The first year of PCIe 6.0, AI and HPC usher in new speeds

Posted Date: 2024-02-01

Electronic Enthusiast Network reports (Text/Zhou Kaiyang) In January 2022, PCI-SIG released the PCIe 6.0 specification, officially kicking off a major upgrade in interface bandwidth. However, in the two years since the specification was released, versions 6.0.1 and 6.1 have been updated, and PCIe 6.0 seems to have been perfected at the design level. However, we have not seen the actual implementation of PCIe 6.0 products during this period, and even PCIe 5.0 products have only been implemented in small batches of consumer-grade products. In March of this year, according to PCI-SGI predictions, PCIe 6.0 hardware was finally about to be released.

AI/MLHPC and cloud graphics workloads crave double the bandwidth

As an interface that originated from servers and PCs, PCIe has begun to radiate into data-centered applications in recent years, such as IoT, automobiles, and medical electronics. Starting from PCIe 3.0, each generation of interface standard specifications will double the speed. PCIe 6.0 will increase the speed to 64GT/s, and the x16 one-way bandwidth will be increased to 256GB/s.

Such a rate may seem a bit redundant in IoT applications, but in the currently popular AI/ML applications, it can be said to be a trump card for greatly improving computing efficiency. You must know that the currently popular generative AI applications such as ChatGPT are plagued by a large number of simultaneous accesses and demands. No matter how high the bandwidth of the H100 is, the computing efficiency is still limited under PCIe 5.0, and NVLink is required to break through the limitations.

The current data center, especially the AI ​​servers in it, has become a bottomless pit of bandwidth. What's more, when it comes to dealing with AI/ML training models, winning quickly can be said to be an ironclad market rule. Faster bandwidth means faster concurrent response of generative AI, giving shorter text and graphics generation time, thereby further improving user experience. For most application developers who host/rent servers, this also means a significant reduction in operating costs.

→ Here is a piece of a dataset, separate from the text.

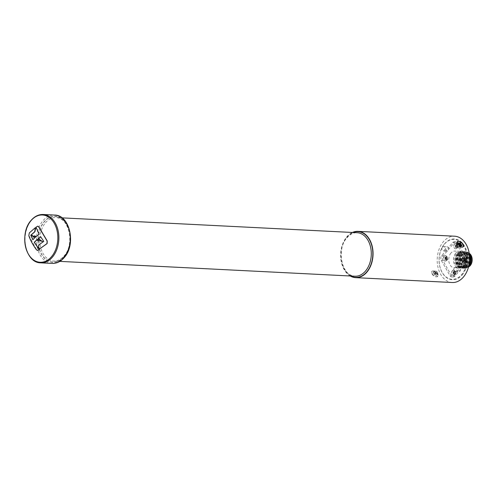 <?xml version="1.0" encoding="UTF-8"?>
<svg xmlns="http://www.w3.org/2000/svg" width="497" height="497" viewBox="0 0 497 497"><rect width="100%" height="100%" fill="white"/><g stroke="black" fill="none" stroke-linecap="round" stroke-linejoin="round"><path stroke-width="0.37" stroke-dasharray="2.48 1.86" d="M43.773 241.362L40.723 236.895M39.847 248.885L39.4 248.307C38.511 246.866 38.549 245.617 39.511 244.561L43.929 241.368M28.82 235.671L29.466 232.907L35.449 227.725M28.963 235.677L36.635 249.823L37.654 250.469M38.76 241.169L36.846 239.846M42.723 241.691L37.573 239.467M36.02 236.727L39.319 234.242L36.138 227.216L38.014 226.154M35.424 237.243L34.778 235.646M34.597 237.995L31.727 235.137M34.759 238.001L32.926 239.604M350.223 275.978A23.179 16.19 92.9 0 1 346.794 236.876A23.179 16.19 92.9 0 1 352.41 232.472M433.328 270.977C429.215 270.71 432.862 277.121 436.646 276.798L438.192 275.326L433.297 270.977L435.589 271.064A1.646 0.87 40.2 0 0 435.589 271.064A1.646 0.87 40.2 0 0 435.142 272.263A1.646 0.87 40.2 0 0 437.031 273.567A1.646 0.87 40.2 0 0 437.671 272.828A1.646 0.87 40.2 0 0 435.602 271.064M452.245 282.513A23.179 16.19 92.9 0 1 437.919 266.988A23.179 16.19 92.9 0 1 443.355 241.728A23.179 16.19 92.9 0 1 454.575 236.205M437.435 272.375A1.566 0.826 -139.8 0 1 437.602 272.797A1.566 0.826 -139.8 0 1 436.776 273.474A1.566 0.826 -139.8 0 1 435.198 272.263A1.566 0.826 -139.8 0 1 435.627 271.126A1.566 0.826 -139.8 0 1 437.435 272.375M432.253 273.779A3.783 2 40.2 0 0 436.074 276.723A3.783 2 40.2 0 0 438.081 275.089A3.783 2 40.2 0 0 437.671 274.052A3.783 2 40.2 0 0 433.291 271.039A3.783 2 40.2 0 0 432.253 273.779M458.017 244.561A1.646 0.87 -139.8 0 1 459.905 245.866A1.646 0.87 -139.8 0 1 459.458 247.065A1.646 0.87 -139.8 0 1 459.445 247.065A1.646 0.87 -139.8 0 1 457.377 245.301A1.646 0.87 -139.8 0 1 458.017 244.561M457.613 245.754A1.566 0.826 40.2 0 0 459.421 247.003A1.566 0.826 40.2 0 0 459.849 245.866A1.566 0.826 40.2 0 0 458.271 244.654A1.566 0.826 40.2 0 0 457.445 245.332A1.566 0.826 40.2 0 0 457.613 245.754M459.216 246.065A3.783 2 -139.8 0 1 457.377 244.077A3.783 2 -139.8 0 1 457.153 243.623M462.26 274.884A20.408 14.251 -87.1 0 0 464.602 246.127A20.408 14.251 -87.1 0 0 444.554 243.841A20.408 14.251 -87.1 0 0 439.752 254.172A20.408 14.251 -87.1 0 0 439.298 263.155A20.408 14.251 -87.1 0 0 462.26 274.884M444.436 244.139A19.998 13.966 92.9 0 1 454.121 239.374A19.998 13.966 92.9 0 1 466.478 252.768A19.998 13.966 92.9 0 1 461.788 274.555A19.998 13.966 92.9 0 1 452.108 279.32A19.998 13.966 92.9 0 1 439.286 263.062A19.998 13.966 92.9 0 1 439.733 254.259A19.998 13.966 92.9 0 1 444.436 244.139M444.343 244.133A19.998 13.966 92.9 0 1 454.022 239.368A19.998 13.966 92.9 0 1 466.379 252.762A19.998 13.966 92.9 0 1 461.688 274.549A19.998 13.966 92.9 0 1 452.009 279.314A19.998 13.966 92.9 0 1 439.652 265.92A19.998 13.966 92.9 0 1 444.343 244.133M446.014 250.507A2.156 1.503 92.9 0 1 446.144 247.295A2.156 1.503 92.9 0 1 447.188 246.779A2.156 1.503 92.9 0 1 448.356 247.73L452.748 242.536A3.293 2.299 92.9 0 1 454.345 241.753A3.293 2.299 92.9 0 1 455.985 242.903L464.788 258.341A3.293 2.299 92.9 0 1 464.415 262.981L460.017 268.175A2.156 1.503 92.9 0 1 459.887 271.387A2.156 1.503 92.9 0 1 458.843 271.902A2.156 1.503 92.9 0 1 457.675 270.952L453.283 276.146A3.293 2.299 92.9 0 1 451.686 276.928A3.293 2.299 92.9 0 1 450.046 275.773L441.243 260.335A3.293 2.299 92.9 0 1 441.616 255.7L448.356 247.73A2.156 1.503 92.9 0 1 448.014 250.569A2.156 1.503 92.9 0 1 446.971 251.078A2.156 1.503 92.9 0 1 446.014 250.507M442.467 247.108A2.156 1.503 92.9 0 1 443.51 246.593A2.156 1.503 92.9 0 1 444.84 248.034A2.156 1.503 92.9 0 1 444.337 250.382A2.156 1.503 92.9 0 1 443.293 250.898A2.156 1.503 92.9 0 1 441.963 249.451A2.156 1.503 92.9 0 1 442.467 247.108M458.017 268.113A2.156 1.503 92.9 0 1 459.06 267.597A2.156 1.503 92.9 0 1 460.017 268.175L457.675 270.952A2.156 1.503 92.9 0 1 458.017 268.113M454.345 267.926A2.156 1.503 92.9 0 1 455.382 267.417A2.156 1.503 92.9 0 1 456.718 268.858A2.156 1.503 92.9 0 1 456.209 271.2A2.156 1.503 92.9 0 1 455.165 271.716A2.156 1.503 92.9 0 1 453.836 270.275A2.156 1.503 92.9 0 1 454.345 267.926M466.36 258.421A3.293 2.299 92.9 0 1 465.981 263.062L454.848 276.226A3.293 2.299 92.9 0 1 453.258 277.009A3.293 2.299 92.9 0 1 451.618 275.854L442.808 260.416A3.293 2.299 92.9 0 1 443.187 255.781L454.32 242.617A3.293 2.299 92.9 0 1 455.917 241.828A3.293 2.299 92.9 0 1 457.551 242.983L466.36 258.421L464.788 258.341M444.069 256.272A2.746 1.913 92.9 0 1 445.399 255.613A2.746 1.913 92.9 0 1 447.095 257.452A2.746 1.913 92.9 0 1 446.449 260.44A2.746 1.913 92.9 0 1 445.126 261.093A2.746 1.913 92.9 0 1 443.43 259.26A2.746 1.913 92.9 0 1 444.069 256.272M462.719 258.397A2.746 1.913 92.9 0 1 464.049 257.744A2.746 1.913 92.9 0 1 465.739 259.583A2.746 1.913 92.9 0 1 465.099 262.571A2.746 1.913 92.9 0 1 463.769 263.224A2.746 1.913 92.9 0 1 462.073 261.385A2.746 1.913 92.9 0 1 462.719 258.397M450.953 253.054A8.368 5.84 -87.1 0 0 448.996 262.174A8.368 5.84 -87.1 0 0 454.165 267.777A8.368 5.84 -87.1 0 0 458.215 265.783A8.368 5.84 -87.1 0 0 460.179 256.669A8.368 5.84 -87.1 0 0 455.003 251.06A8.368 5.84 -87.1 0 0 450.953 253.054M454.482 243.959A2.746 1.913 92.9 0 1 455.811 243.306A2.746 1.913 92.9 0 1 457.507 245.145A2.746 1.913 92.9 0 1 456.861 248.133A2.746 1.913 92.9 0 1 455.538 248.786A2.746 1.913 92.9 0 1 453.842 246.947A2.746 1.913 92.9 0 1 454.482 243.959M452.307 270.71A2.746 1.913 92.9 0 1 453.637 270.051A2.746 1.913 92.9 0 1 455.333 271.89A2.746 1.913 92.9 0 1 454.687 274.878A2.746 1.913 92.9 0 1 453.357 275.531A2.746 1.913 92.9 0 1 451.661 273.698A2.746 1.913 92.9 0 1 452.307 270.71M453.326 272.151L453.73 271.468L454.37 272.226L454.917 271.281L455.382 271.828L454.83 272.772L455.469 273.524L455.128 274.114L454.432 273.456L453.879 274.4L453.413 273.847L453.966 272.909L452.953 272.089L453.73 271.468M445.088 257.713L445.492 257.03L446.132 257.781L446.679 256.843L447.145 257.39L446.598 258.334L447.232 259.086L446.834 259.769L446.194 259.018L445.641 259.956L445.182 259.409L445.728 258.471L444.722 257.651L444.921 257.309L445.56 258.067L446.679 256.843M455.5 245.406L455.904 244.723L456.544 245.475L457.091 244.53L457.557 245.077L457.01 246.021L457.644 246.773L457.246 247.463L456.606 246.705L456.053 247.649L455.587 247.102L456.14 246.158L455.134 245.344L455.333 245.002L455.973 245.754L456.519 244.81L456.203 246.027L456.842 246.779L457.644 246.773M463.738 259.844L464.136 259.161L464.776 259.912L465.329 258.968L465.795 259.521L465.242 260.459L465.882 261.211L465.54 261.801L464.844 261.142L464.291 262.087L463.825 261.54L464.378 260.596L463.366 259.782L463.564 259.44L464.204 260.192L464.757 259.248L464.987 259.521L464.44 260.465L465.074 261.217L464.875 261.559L464.235 260.807L463.689 261.745L464.291 262.087M455.662 253.296A8.368 5.84 -87.1 0 0 453.699 262.41A8.368 5.84 -87.1 0 0 458.874 268.013A8.368 5.84 -87.1 0 0 462.924 266.019A8.368 5.84 -87.1 0 0 464.881 256.906A8.368 5.84 -87.1 0 0 459.713 251.302A8.368 5.84 -87.1 0 0 455.662 253.296M456.147 254.141A7.256 5.069 -87.1 0 0 454.444 262.043A7.256 5.069 -87.1 0 0 458.93 266.901A7.256 5.069 -87.1 0 0 462.44 265.174A7.256 5.069 -87.1 0 0 464.142 257.266A7.256 5.069 -87.1 0 0 459.657 252.408A7.256 5.069 -87.1 0 0 456.147 254.141M457.83 254.222A7.256 5.069 -87.1 0 0 456.128 262.13A7.256 5.069 -87.1 0 0 460.613 266.988A7.256 5.069 -87.1 0 0 464.123 265.261A7.256 5.069 -87.1 0 0 465.826 257.353A7.256 5.069 -87.1 0 0 461.346 252.495A7.256 5.069 -87.1 0 0 457.83 254.222M464.353 265.653A7.778 5.43 -87.1 0 0 465.242 254.7A7.778 5.43 -87.1 0 0 457.607 253.824A7.778 5.43 -87.1 0 0 456.712 264.783A7.778 5.43 -87.1 0 0 464.353 265.653M457.575 253.458A8.275 5.778 -87.1 0 0 456.631 265.112A8.275 5.778 -87.1 0 0 464.757 266.044A8.275 5.778 -87.1 0 0 465.701 254.383A8.275 5.778 -87.1 0 0 457.575 253.458M458.414 254.228A7.293 5.088 -87.1 0 0 457.575 264.497A7.293 5.088 -87.1 0 0 464.738 265.317A7.293 5.088 -87.1 0 0 465.571 255.042A7.293 5.088 -87.1 0 0 458.414 254.228M458.396 253.501A8.275 5.778 -87.1 0 0 457.445 265.156A8.275 5.778 -87.1 0 0 465.571 266.081A8.275 5.778 -87.1 0 0 466.521 254.427A8.275 5.778 -87.1 0 0 458.396 253.501M459.228 254.265A7.293 5.088 -87.1 0 0 458.396 264.541A7.293 5.088 -87.1 0 0 465.552 265.355A7.293 5.088 -87.1 0 0 466.391 255.085A7.293 5.088 -87.1 0 0 459.228 254.265M459.172 253.47A8.368 5.846 -87.1 0 0 458.209 265.261A8.368 5.846 -87.1 0 0 466.428 266.199A8.368 5.846 -87.1 0 0 467.391 254.408A8.368 5.846 -87.1 0 0 459.172 253.47M460.005 254.234A7.387 5.156 -87.1 0 0 459.16 264.646A7.387 5.156 -87.1 0 0 466.416 265.473A7.387 5.156 -87.1 0 0 467.261 255.06A7.387 5.156 -87.1 0 0 460.005 254.234M459.986 253.507A8.368 5.846 -87.1 0 0 459.029 265.299A8.368 5.846 -87.1 0 0 467.248 266.237A8.368 5.846 -87.1 0 0 468.205 254.445A8.368 5.846 -87.1 0 0 459.986 253.507M460.818 254.278A7.387 5.156 -87.1 0 0 459.973 264.684A7.387 5.156 -87.1 0 0 467.23 265.51A7.387 5.156 -87.1 0 0 468.075 255.104A7.387 5.156 -87.1 0 0 460.818 254.278M469.466 255.383A8.368 5.846 -87.1 0 0 460.806 253.551A8.368 5.846 -87.1 0 0 459.843 265.342A8.368 5.846 -87.1 0 0 468.062 266.28A8.368 5.846 -87.1 0 0 468.988 264.926M461.638 254.315A7.387 5.156 -87.1 0 0 460.794 264.727A7.387 5.156 -87.1 0 0 468.05 265.553A7.387 5.156 -87.1 0 0 468.895 255.147A7.387 5.156 -87.1 0 0 461.638 254.315M469.249 253.644A8.368 5.846 -87.1 0 0 461.62 253.588A8.368 5.846 -87.1 0 0 460.551 265.187A8.368 5.846 -87.1 0 0 468.596 266.64M462.452 254.358A7.387 5.156 -87.1 0 0 461.607 264.764A7.387 5.156 -87.1 0 0 468.864 265.597A7.387 5.156 -87.1 0 0 469.708 255.185A7.387 5.156 -87.1 0 0 462.452 254.358M469.249 253.619A7.865 5.492 -87.1 0 0 462.446 254.004A7.865 5.492 -87.1 0 0 461.303 264.628A7.865 5.492 -87.1 0 0 468.59 266.659M462.937 254.452A7.293 5.088 -87.1 0 0 461.228 262.397A7.293 5.088 -87.1 0 0 465.732 267.28A7.293 5.088 -87.1 0 0 469.261 265.541A7.293 5.088 -87.1 0 0 470.97 257.601A7.293 5.088 -87.1 0 0 466.466 252.718A7.293 5.088 -87.1 0 0 462.937 254.452M469.199 253.302A7.293 5.088 -87.1 0 0 467.466 252.768A7.293 5.088 -87.1 0 0 463.937 254.507A7.293 5.088 -87.1 0 0 462.229 262.447A7.293 5.088 -87.1 0 0 466.739 267.33A7.293 5.088 -87.1 0 0 468.509 266.97M472.144 258.732A6.964 4.864 -87.1 0 0 464.31 254.762A6.964 4.864 -87.1 0 0 463.515 264.578A6.964 4.864 -87.1 0 0 470.355 265.361A6.964 4.864 -87.1 0 0 471.988 261.869M469.559 263.963A5.132 3.585 -87.1 0 0 470.386 257.21A5.132 3.585 -87.1 0 0 465.813 255.501A5.132 3.585 -87.1 0 0 465.111 256.16A5.132 3.585 -87.1 0 0 465.366 264.447A5.132 3.585 -87.1 0 0 469.559 263.963M468.553 263.509A4.591 3.206 -87.1 0 0 469.615 258.459A4.591 3.206 -87.1 0 0 466.714 255.433A4.591 3.206 -87.1 0 0 465.204 255.943A4.591 3.206 -87.1 0 0 464.571 256.533A4.591 3.206 -87.1 0 0 464.801 263.944A4.591 3.206 -87.1 0 0 466.254 264.603A4.591 3.206 -87.1 0 0 468.553 263.509M462.285 263.037A4.374 3.057 -87.1 0 0 463.297 258.223A4.374 3.057 -87.1 0 0 460.526 255.34A4.374 3.057 -87.1 0 0 458.489 256.384A4.374 3.057 -87.1 0 0 457.451 261.099A4.374 3.057 -87.1 0 0 460.092 264.075A4.374 3.057 -87.1 0 0 462.285 263.037M459.688 258.49A1.609 1.124 -87.1 0 0 459.309 260.242A1.609 1.124 -87.1 0 0 460.303 261.316A1.609 1.124 -87.1 0 0 461.079 260.937A1.609 1.124 -87.1 0 0 461.458 259.179A1.609 1.124 -87.1 0 0 460.464 258.105A1.609 1.124 -87.1 0 0 459.688 258.49M460.533 258.527A1.609 1.124 -87.1 0 0 460.16 260.285A1.609 1.124 -87.1 0 0 461.154 261.36A1.609 1.124 -87.1 0 0 461.191 261.36A1.609 1.124 -87.1 0 0 461.93 260.975A1.609 1.124 -87.1 0 0 462.316 259.254A1.609 1.124 -87.1 0 0 461.353 258.148A1.609 1.124 -87.1 0 0 461.315 258.148A1.609 1.124 -87.1 0 0 460.533 258.527M463.695 258.807A1.448 1.013 -87.1 0 0 463.359 260.409A1.448 1.013 -87.1 0 0 464.285 261.354A1.448 1.013 -87.1 0 0 464.95 261.012A1.448 1.013 -87.1 0 0 465.298 259.459A1.448 1.013 -87.1 0 0 464.434 258.465A1.448 1.013 -87.1 0 0 463.695 258.807M464.813 260.77A1.137 0.789 -87.1 0 0 464.943 259.173A1.137 0.789 -87.1 0 0 463.831 259.049A1.137 0.789 -87.1 0 0 463.564 259.62A1.137 0.789 -87.1 0 0 463.539 260.117A1.137 0.789 -87.1 0 0 464.813 260.77M464.44 260.515A0.808 0.565 -87.1 0 0 463.738 259.279A0.808 0.565 -87.1 0 0 464.44 260.515M461.657 260.49A0.969 0.677 -87.1 0 0 460.812 259.012A0.969 0.677 -87.1 0 0 461.657 260.49M460.495 260.434A0.969 0.677 -87.1 0 0 459.657 258.956A0.969 0.677 -87.1 0 0 460.495 260.434M456.842 246.779L456.644 247.121L457.246 247.463M456.203 246.027L457.01 246.021M456.755 245.083L457.557 245.077M456.519 244.81L457.091 244.53M455.973 245.754L456.544 245.475M455.333 245.002L455.904 244.723M456.644 247.121L456.004 246.369L455.451 247.307L455.774 246.096L455.134 245.344M455.774 246.096L456.14 246.158M455.221 247.034L455.587 247.102M455.451 247.307L456.053 247.649M456.004 246.369L456.606 246.705M446.113 257.123L447.145 257.39M445.56 258.067L446.132 257.781M444.921 257.309L445.492 257.03M446.343 257.396L445.79 258.334L446.43 259.092L446.231 259.434L445.592 258.676L445.039 259.62L445.362 258.403L444.722 257.651M445.362 258.403L445.728 258.471M444.809 259.347L445.182 259.409M445.039 259.62L445.641 259.956M445.592 258.676L446.194 259.018M446.231 259.434L446.834 259.769M446.43 259.092L447.232 259.086M445.79 258.334L446.598 258.334M453.158 271.747L453.792 272.505L454.345 271.561L454.028 272.778L454.668 273.53L454.463 273.872L453.829 273.114L453.276 274.058L453.593 272.841L452.953 272.089M453.593 272.841L453.966 272.909M453.047 273.785L453.413 273.847M453.276 274.058L453.879 274.4M453.829 273.114L454.432 273.456M454.463 273.872L455.072 274.207M454.668 273.53L455.469 273.524M454.028 272.778L454.83 272.772M454.575 271.834L455.382 271.828M454.345 271.561L454.917 271.281M453.792 272.505L454.37 272.226M463.689 261.745L463.459 261.478L463.825 261.54M464.235 260.807L464.844 261.142M464.875 261.559L465.478 261.9M465.074 261.217L465.882 261.211M464.44 260.465L465.242 260.459M464.987 259.521L465.795 259.521M464.757 259.248L465.329 258.968M464.204 260.192L464.776 259.912M463.564 259.44L464.136 259.161M463.459 261.478L464.005 260.534L463.366 259.782M464.005 260.534L464.378 260.596M436.559 275.512L435.248 274.506L434.8 275.263L433.931 274.599L434.378 273.835L433.067 272.828L433.365 272.325L434.676 273.331L435.123 272.567L435.993 273.238L435.546 273.996L436.857 275.003L436.559 275.512L437.174 274.338L435.863 273.331L435.409 274.089L434.968 273.748L435.415 272.983L434.105 271.977L435.565 272.729L436.018 271.965L436.465 272.306L436.012 273.07L437.174 274.338M437.329 274.077L436.857 275.003M436.012 273.07L435.546 273.996M436.465 272.306L435.993 273.238M436.018 271.965L435.123 272.567M435.565 272.729L434.676 273.331M434.254 271.722L433.365 272.325M434.105 271.977L433.067 272.828M435.415 272.983L434.378 273.835M434.968 273.748L433.931 274.599M435.409 274.089L434.8 275.263M435.863 273.331L435.248 274.506M459.638 243.747L459.911 242.691M459.719 245.282L461.092 246.139L461.173 245.76L460.06 245.064M461.173 245.76L461.52 245.456M461.092 246.139L461.843 245.655M459.458 243.629L459.247 244.561L457.88 243.71L457.793 244.083L459.166 244.94L458.955 245.866L459.514 246.214L459.7 245.381M459.514 246.214L460.265 245.729M458.955 245.866L459.358 245.164M459.166 244.94L459.563 244.238M457.793 244.083L458.191 243.381M457.88 243.71L458.327 242.766M459.247 244.561L459.439 244.157M40.748 262.845A24.21 16.904 92.9 0 1 25.782 246.63A24.21 16.904 92.9 0 1 31.46 220.258A24.21 16.904 92.9 0 1 43.177 214.487M52.166 263.422A24.21 16.904 92.9 0 1 37.2 247.208A24.21 16.904 92.9 0 1 42.879 220.83A24.21 16.904 92.9 0 1 54.595 215.064M64.194 256.856A23.111 16.14 92.9 0 1 41.493 254.265A23.111 16.14 92.9 0 1 44.14 221.705A23.111 16.14 92.9 0 1 66.84 224.296A23.111 16.14 92.9 0 1 64.194 256.856M64.088 256.682A22.881 15.979 92.9 0 1 41.618 254.116A22.881 15.979 92.9 0 1 44.239 221.879A22.881 15.979 92.9 0 1 66.716 224.445A22.881 15.979 92.9 0 1 64.088 256.682M45.5 222.755A21.781 15.208 92.9 0 1 56.043 217.568A21.781 15.208 92.9 0 1 69.505 232.155A21.781 15.208 92.9 0 1 64.399 255.887A21.781 15.208 92.9 0 1 53.856 261.074A21.781 15.208 92.9 0 1 40.394 246.487A21.781 15.208 92.9 0 1 45.5 222.755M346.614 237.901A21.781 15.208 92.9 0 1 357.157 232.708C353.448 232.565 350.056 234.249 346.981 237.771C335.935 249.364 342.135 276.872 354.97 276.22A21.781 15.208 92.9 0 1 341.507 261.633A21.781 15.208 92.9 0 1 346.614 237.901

HPC is no exception. In HPC servers that run for a long time, bandwidth means computing efficiency. Especially software used in quantum mechanics and molecular dynamics requires higher memory bandwidth. If there is not enough bandwidth, nodes can only be divided to reduce bandwidth competition between different processes. The last big pain point is caused by cloud games. For applications that require multiple concurrencies and high graphics loads, bandwidth determines the number of concurrencies and graphics quality of cloud games.

AI/MLWill it accelerate the implementation of PCIe 6.0?

Judging from the development history of PCIe, a new specification will be officially launched every 3 to 4 years on average. Only from 3.0 to 4.0 it took 7 years. This is also because PCIe 3.0 at that time was already an advanced standard. After 2015, global data traffic entered an explosive period. It took two years to evolve from 4.0 to 5.0, and three years to evolve from 5.0 to 6.0. It is speculated that the PCIe 7.0 specification will be officially launched in 2025.

However, we also found that PCIe products based on the new standard are not that fast in implementation. Equipment such as AI accelerators and SSDs are often the first to be implemented. After all, no matter how fast the local processing speed is, the network speed must keep up. Take 800G Ethernet, which has not yet been implemented, as an example. The one-way bandwidth it requires is 100GB/s, which is exactly within the bandwidth coverage of PCIe 6.0.

Therefore, even with the advancement of AI/ML, only a few PCIe 6.0 products should be launched this year, and the landing scenarios are still concentrated in the data center field, and will be used in AI servers first. This point starts from the PCIe 6.0 controller IP, server This can also be seen in the trends of CPU IP manufacturers.

write at the end

As one of the most advanced interface standards at present, PCIe 6.0 is destined to bring design convenience to the next round of innovation in computing and storage technology. But we should also pay attention to market demand in real time. In the past, PCIe was able to maintain its status as a mainstream interface by uniting hardware manufacturers to steadily promote market demand. This strategy is still common in the AI ​​era.